Other successfull players still took these lesseons at these very high rates
simply because these top players were the only ones able to help them improve
their games and this was worth thousands to them, as they already were making
alot of money.

------
LinaLauneBaer
I had a quick look at his SSToolkit framework which he published on github. I
reviewed he source code because he said he is doing iOS code reviews for
$1000/hour. After five minutes or so I stopped taking him serious. In my
opinion his code is good but really far from brilliant. There are even some
serious flaws in his code - at least in my opinion.
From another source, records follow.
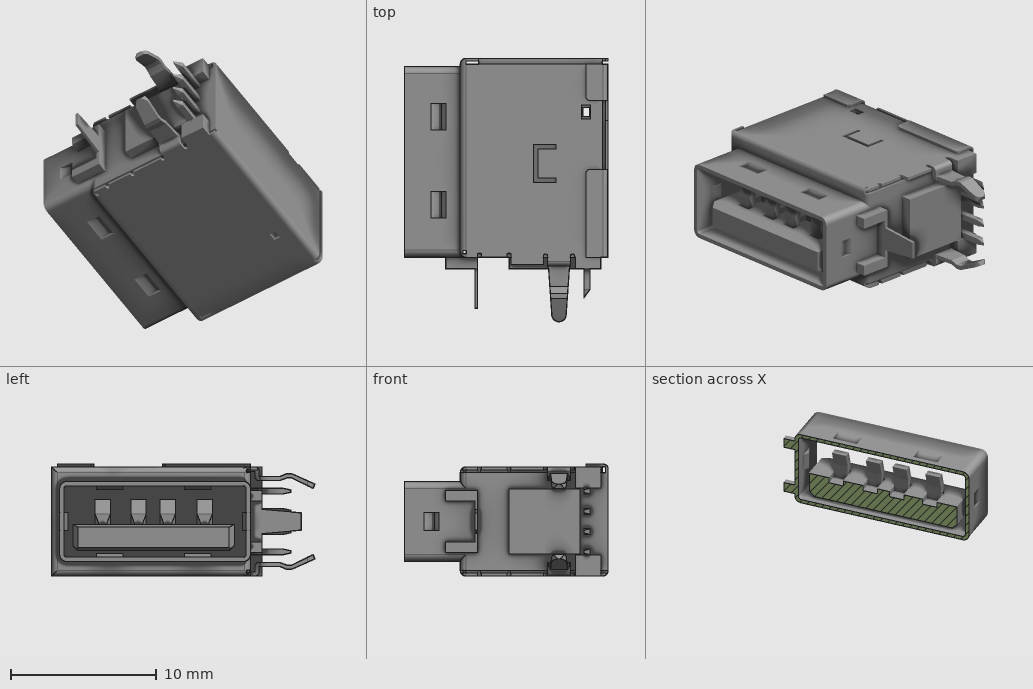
import cadquery as cq
import math


EPS = 0.05
SHEET = 0.2

MOUTH_WIDTH = 13.1
MOUTH_HEIGHT = 5.5
MOUTH_WALL = 0.3
MOUTH_RADIUS = 0.5
CAVITY_DEPTH = 9.0

LENGTH = 14.0
SHELL_FRONT = 3.84
SHELL_WIDTH = 13.66
SHELL_HEIGHT = 7.5
SHELL_TOP = SHELL_HEIGHT / 2
BEND_RADIUS = 0.4
GAP = 0.2
INSULATOR_TOP = SHELL_TOP - SHEET - GAP

STANDOFF = 0.8
BLADE_TIP = 3.5
LEG_TIP = 4.43
LEG_CENTER = 10.62
LEG_THICKNESS = 0.3

CONTACT_Y = (3.14, 5.68, 7.68, 10.14)
CONTACT_WIDTH = 1.05
TONGUE_TOP = -0.19
SLOT_DEPTH = 0.4
PIN_COUNT = 4
PIN_PITCH = 1.39


def block(x0, x1, y0, y1, z0, z1):
    """Box given by its limits."""
    return cq.Workplane("XY").box(x1 - x0, y1 - y0, z1 - z0, centered=False).translate((x0, y0, z0))


def mirrored_z(shape):
    """The shape together with its mirror image about z = 0."""
    return shape.union(shape.mirror("XY"))


def profile_along_y(points, y0, y1):
    """Prism along Y with an outline of (x, z) points."""
    return cq.Workplane("XZ", origin=(0, y1, 0)).polyline(points).close().extrude(y1 - y0)


def shell():
    """Solid envelope of the collar and the main shell, before hollowing."""
    collar = block(0, SHELL_FRONT + 1, 0, MOUTH_WIDTH, -MOUTH_HEIGHT / 2, MOUTH_HEIGHT / 2)
    collar = collar.edges("|X").fillet(MOUTH_RADIUS)
    body = block(SHELL_FRONT, LENGTH, 0, SHELL_WIDTH, -SHELL_TOP, SHELL_TOP)
    body = body.faces("<X").edges().fillet(BEND_RADIUS)
    body = body.faces(">X").edges("<Z").fillet(BEND_RADIUS)
    return body.union(collar)


def cavity():
    """Plug opening inside the collar."""
    half = MOUTH_HEIGHT / 2 - MOUTH_WALL
    opening = block(0, CAVITY_DEPTH, MOUTH_WALL, MOUTH_WIDTH - MOUTH_WALL, -half, half)
    return opening.edges("|X").fillet(MOUTH_RADIUS - MOUTH_WALL)


def tongue():
    """Insulator tongue with bevelled lead-in and a slot for each contact."""
    front, y0, y1, z0, z1 = 0.55, 1.1, 12.2, -2.0, TONGUE_TOP
    slot_front, slot_back = 1.8, 4.0
    lead_in, bevel_y, bevel_z = 0.5, 0.36, 0.2
    body = block(front, CAVITY_DEPTH + EPS, y0, y1, z0, z1)
    body = body.edges("|X and <Z").chamfer(bevel_y)
    nose_top = [
        (front, z1 - bevel_z),
        (front + lead_in, z1),
        (front, z1),
    ]
    nose_bottom = [
        (front, z0 + bevel_z),
        (front + lead_in, z0),
        (front, z0),
    ]
    for nose in (nose_top, nose_bottom):
        body = body.cut(profile_along_y(nose, y0, y1))
    for side, inward in ((y0, 1), (y1, -1)):
        corner = [
            (front, side),
            (front + lead_in, side),
            (front, side + inward * bevel_y),
        ]
        body = body.cut(cq.Workplane("XY", origin=(0, 0, z0)).polyline(corner).close().extrude(z1 - z0))
    for y in CONTACT_Y:
        half = CONTACT_WIDTH / 2
        body = body.cut(block(slot_front, slot_back, y - half, y + half, z1 - SLOT_DEPTH, z1))
    return body


def tetrahedron(corners):
    """Solid with four triangular faces."""
    faces = []
    for skipped in range(4):
        triangle = [cq.Vector(*corner) for index, corner in enumerate(corners) if index != skipped]
        faces.append(cq.Face.makeFromWires(cq.Wire.makePolygon(triangle, close=True)))
    return cq.Workplane(cq.Solid.makeSolid(cq.Shell.makeShell(faces)))


def contact(y):
    """Contact standing in its tongue slot: bevelled towards the foot, leaning back at the top."""
    front, thickness, lean, shoulder_z, top_z = 1.95, 0.5, 0.3, 0.52, 1.52
    bevel_y, bevel_x = 0.42, 0.42
    foot_z = TONGUE_TOP - SLOT_DEPTH
    half = CONTACT_WIDTH / 2
    side_outline = [
        (front, foot_z - EPS),
        (front, shoulder_z),
        (front + lean, top_z),
        (front + lean + thickness, top_z),
        (front + thickness, shoulder_z),
        (front + thickness, foot_z - EPS),
    ]
    body = profile_along_y(side_outline, y - half, y + half)
    for side in (-1, 1):
        edge_y = y + side * half
        bevel = tetrahedron([
            (front, edge_y, shoulder_z),
            (front, edge_y, foot_z),
            (front, edge_y - side * bevel_y, foot_z),
            (front + bevel_x, edge_y, foot_z),
        ])
        body = body.cut(bevel)
    return body


SPRING_DIP = 0.26
SPRING_LENGTH = 1.03
SPRING_RAMP = 0.62
SPRING_FLAT = 0.1
WALL_SPRING_X = 1.82
WALL_SPRING_Y = (3.62, 9.66)
WALL_SPRING_WIDTH = 1.82
SIDE_SPRING_X = 1.34
SIDE_SPRING_WIDTH = 1.22


def spring_outline(x, surface):
    """Side outline of a spring as (x, height), where the outer wall face is at height surface."""
    outer = [
        (x, surface),
        (x + SPRING_RAMP, surface - SPRING_DIP),
        (x + SPRING_RAMP + SPRING_FLAT, surface - SPRING_DIP),
        (x + SPRING_LENGTH, surface),
    ]
    inner = [(along, height - MOUTH_WALL) for along, height in reversed(outer)]
    return outer + inner


def add_latch_springs(part):
    """Two springs in the top and bottom walls and one in each side wall."""
    top = MOUTH_HEIGHT / 2
    half = WALL_SPRING_WIDTH / 2
    for y in WALL_SPRING_Y:
        window = block(
            WALL_SPRING_X, WALL_SPRING_X + SPRING_LENGTH, y - half, y + half, top - MOUTH_WALL - EPS, top
        )
        spring = profile_along_y(spring_outline(WALL_SPRING_X, top), y - half, y + half)
        part = part.cut(mirrored_z(window)).union(spring).union(spring.mirror("XY"))
    half = SIDE_SPRING_WIDTH / 2
    middle = MOUTH_WIDTH / 2
    window = block(
        SIDE_SPRING_X, SIDE_SPRING_X + SPRING_LENGTH, middle - MOUTH_WALL - EPS, middle, -half, half
    )
    spring = (
        cq.Workplane("XY", origin=(0, 0, -half))
        .polyline(spring_outline(SIDE_SPRING_X, middle))
        .close()
        .extrude(SIDE_SPRING_WIDTH)
    )
    for far_side in (True, False):
        placed_window = window if far_side else window.mirror("XZ")
        placed_spring = spring if far_side else spring.mirror("XZ")
        part = part.cut(placed_window.translate((0, middle, 0)))
        part = part.union(placed_spring.translate((0, middle, 0)))
    return part


SLIT_DEPTH = 0.25
CORNER_RELIEF_END = 5.1
BACK_GAP_START = 13.6
LOWER_TAB_END = 6.04
BACK_DIP_START = 9.4
UPPER_TAB_START = 10.75


def shell_clearances():
    """Gaps left between the folded sheet and the insulator."""
    front = SHELL_FRONT + BEND_RADIUS
    slit = block(SHELL_FRONT, LENGTH, 0, SLIT_DEPTH, INSULATOR_TOP, SHELL_TOP - SHEET)
    cuts = mirrored_z(slit)
    side_y1 = SHELL_WIDTH - SHEET
    side_y0 = side_y1 - GAP
    for x0, x1 in ((front, CORNER_RELIEF_END), (BACK_GAP_START, LENGTH)):
        cuts = cuts.union(block(x0, x1, side_y0, side_y1, -SHELL_TOP, SHELL_TOP))
    cuts = cuts.union(block(BACK_GAP_START, LENGTH - SHEET, 0, SHELL_WIDTH, INSULATOR_TOP, SHELL_TOP))
    step = block(CORNER_RELIEF_END, BACK_GAP_START, side_y0, SHELL_WIDTH, SHELL_TOP - SHEET, SHELL_TOP)
    back_dip = block(LENGTH - SHEET, LENGTH, BACK_DIP_START, UPPER_TAB_START, SHELL_TOP - SHEET, SHELL_TOP)
    cuts = cuts.union(step).union(back_dip)
    corner = block(front - GAP, front, SLIT_DEPTH, SLIT_DEPTH + GAP, -SHELL_TOP, SHELL_TOP)
    return cuts.union(corner)


def shell_openings():
    """Stepped through hole, and U-shaped slot in the top sheet."""
    hole_x0, hole_x1, hole_y0, hole_y1 = 12.26, 12.7, 9.68, 10.28
    window_x0, window_x1, window_y0, window_y1 = 12.15, 12.77, 9.5, 10.44
    hole = block(hole_x0, hole_x1, hole_y0, hole_y1, -SHELL_TOP, SHELL_TOP)
    window = block(window_x0, window_x1, window_y0, window_y1, SHELL_TOP - SHEET, SHELL_TOP)
    hole = hole.union(window)
    slot_x0, slot_x1, slot_y0, slot_y1, slot = 8.88, 10.41, 5.14, 7.73, 0.3
    bottom = SHELL_TOP - SHEET
    slot_u = block(slot_x0, slot_x1, slot_y0, slot_y1, bottom, SHELL_TOP)
    slot_u = slot_u.cut(block(slot_x0 + slot, slot_x1, slot_y0 + slot, slot_y1 - slot, bottom, SHELL_TOP))
    return hole.union(slot_u)


def relief_notches():
    """Round-ended notches in the mounting edge of the top and bottom sheets."""
    width, deep, shallow = 0.28, 0.28, 0.22
    notches = cq.Workplane("XY")
    for x, depth in ((5.16, deep), (7.19, deep), (9.69, shallow), (11.56, shallow)):
        notch = block(x - width / 2, x + width / 2, -EPS, depth - width / 2, INSULATOR_TOP, SHELL_TOP)
        end = cq.Workplane("XY", origin=(x, depth - width / 2, INSULATOR_TOP)).circle(width / 2)
        notches = notches.union(notch).union(end.extrude(SHELL_TOP - INSULATOR_TOP))
    return mirrored_z(notches)


def back_tabs():
    """Two tabs folded from the back wall over the top sheet."""
    tab_front, corner = 12.46, 0.2
    tab_top = SHELL_TOP + SHEET
    tabs = cq.Workplane("XY")
    for y0, y1, inner in ((0, LOWER_TAB_END, ">Y"), (UPPER_TAB_START, SHELL_WIDTH - SHEET - GAP, "<Y")):
        tab = block(tab_front, LENGTH, y0, y1, SHELL_TOP, tab_top)
        tab = tab.edges("|Z and <X and " + inner).chamfer(corner)
        wall = block(LENGTH - SHEET, LENGTH, y0, y1, INSULATOR_TOP - EPS, SHELL_TOP)
        tabs = tabs.union(tab.union(wall).edges("|Y and >X and >Z").fillet(BEND_RADIUS - EPS))
    return tabs


def insulator_feet():
    """Standoff pads of the insulator on the mounting side."""
    pad_x0, pad_x1, pad_half = 7.19, 12.05, 2.24
    foot_x0, foot_x1, foot_z = 11.74, 13.5, 2.29
    pad = block(pad_x0, pad_x1, -STANDOFF, EPS, -pad_half, pad_half)
    foot = block(foot_x0, foot_x1, -STANDOFF, EPS, foot_z, SHELL_TOP)
    return pad.union(mirrored_z(foot))


def sheet_lip():
    """Short lip continuing the top sheet past the mounting edge."""
    lip_x0, lip_x1, reach = 7.33, 9.55, 0.48
    return block(lip_x0, lip_x1, -reach, EPS, SHELL_TOP - SHEET, SHELL_TOP)


def grounding_blade():
    """C-shaped bracket on the collar with a tapered solder blade."""
    arm_x0, arm_x1, arm_z0, arm_z1 = 2.84, 5.04, 1.4, 2.13
    root_half, tip_half = 0.83, 0.6
    arm = block(arm_x0, arm_x1, -STANDOFF, EPS, arm_z0, arm_z1)
    web = block(arm_x1 - SHEET, arm_x1, -STANDOFF, EPS, -arm_z1, arm_z1)
    blade = (
        cq.Workplane("YZ", origin=(arm_x1 - SHEET, 0, 0))
        .polyline([
            (0, -root_half),
            (0, root_half),
            (-STANDOFF, root_half),
            (-BLADE_TIP, tip_half),
            (-BLADE_TIP, -tip_half),
            (-STANDOFF, -root_half),
        ])
        .close()
        .extrude(SHEET)
    )
    return mirrored_z(arm).union(web).union(blade)


def mounting_leg():
    """Board leg: joggled strip whose width tapers to a round tip."""
    bend_half, root_half, tip_half = 0.78, 0.73, 0.5
    t = LEG_THICKNESS
    root_y = SLIT_DEPTH + EPS
    top = SHELL_TOP
    low = 3.1
    crest = 3.29
    run_end, crest_start, crest_end = -2.02, -2.5, -2.83
    tip_z, tip_slant = 2.57, 0.13
    arc = t * math.sqrt(0.5)
    side = (
        cq.Workplane("YZ", origin=(LEG_CENTER - bend_half, 0, 0))
        .moveTo(root_y, top)
        .lineTo(-t, top)
        .threePointArc((-t - arc, top - t + arc), (-2 * t, top - t))
        .lineTo(-2 * t, low)
        .lineTo(run_end, low)
        .lineTo(crest_start, crest)
        .lineTo(crest_end, crest)
        .lineTo(-LEG_TIP, tip_z)
        .lineTo(-LEG_TIP + tip_slant, tip_z - t)
        .lineTo(crest_end, crest - t)
        .lineTo(crest_start, crest - t)
        .lineTo(run_end, low - t)
        .lineTo(-2 * t, low - t)
        .threePointArc((-2 * t + arc, low - arc), (-t, low))
        .lineTo(-t, top - t)
        .lineTo(root_y, top - t)
        .close()
    )
    strip = side.extrude(2 * bend_half)
    bend_end = -2 * t - EPS
    outline = (
        cq.Workplane("XY")
        .moveTo(LEG_CENTER - bend_half, root_y)
        .lineTo(LEG_CENTER - bend_half, bend_end)
        .lineTo(LEG_CENTER - root_half, bend_end)
        .lineTo(LEG_CENTER - tip_half, -LEG_TIP + tip_half)
        .threePointArc((LEG_CENTER, -LEG_TIP), (LEG_CENTER + tip_half, -LEG_TIP + tip_half))
        .lineTo(LEG_CENTER + root_half, bend_end)
        .lineTo(LEG_CENTER + bend_half, bend_end)
        .lineTo(LEG_CENTER + bend_half, root_y)
        .close()
        .extrude(SHELL_TOP)
    )
    return strip.intersect(outline)


def signal_pin(z):
    """Contact tail with a slanted, pointed end."""
    x0, x1, half, tip_half, shoulder, tip = 12.33, 12.76, 0.21, 0.08, 2.2, 2.78
    pin = (
        cq.Workplane("XY", origin=(0, 0, z - half))
        .polyline([(x0, EPS), (x1, EPS), (x1, -shoulder), (x0, -tip)])
        .close()
        .extrude(2 * half)
    )
    point = (
        cq.Workplane("YZ")
        .polyline([
            (EPS, z - half),
            (EPS, z + half),
            (-shoulder, z + half),
            (-tip, z + tip_half),
            (-tip, z - tip_half),
            (-shoulder, z - half),
        ])
        .close()
        .extrude(LENGTH)
    )
    return pin.intersect(point)


result = shell().cut(cavity()).cut(shell_clearances()).cut(shell_openings()).cut(relief_notches())
result = add_latch_springs(result)
result = result.union(tongue())
for contact_y in CONTACT_Y:
    result = result.union(contact(contact_y))
result = result.union(back_tabs()).union(insulator_feet()).union(sheet_lip()).union(grounding_blade())
result = result.union(mirrored_z(mounting_leg()))
for row in range(PIN_COUNT):
    result = result.union(signal_pin((row - (PIN_COUNT - 1) / 2) * PIN_PITCH))

Here is a short and
imcomplete summary of his code ( <https://github.com/samsoffes/sstoolkit> ):

The method -randomObject (NSArray+SSToolkitAdditions) is supposed to return a
random object but when he is generating a random number he is generating non-
uniform random numbers.

In general his category methods are not prefixed. This will definitely break
something sooner or later.

He is not using the designated initializer or NSDate - although it would make
sense in -dateValue (NSNumber-SSToolkitAdditions)

He is drawing patterns in -drawRect: where he could simply set the background
image to a pattern color.

He is not using the shortcut functions for handling CGRects.

He has a file containing utility drawing functions (SSDrawingUtilities). This
file contains functions like CGRectSetWidth, CGRectSetOrigin and so on which
pollute the CG namespace which is owned by Apple...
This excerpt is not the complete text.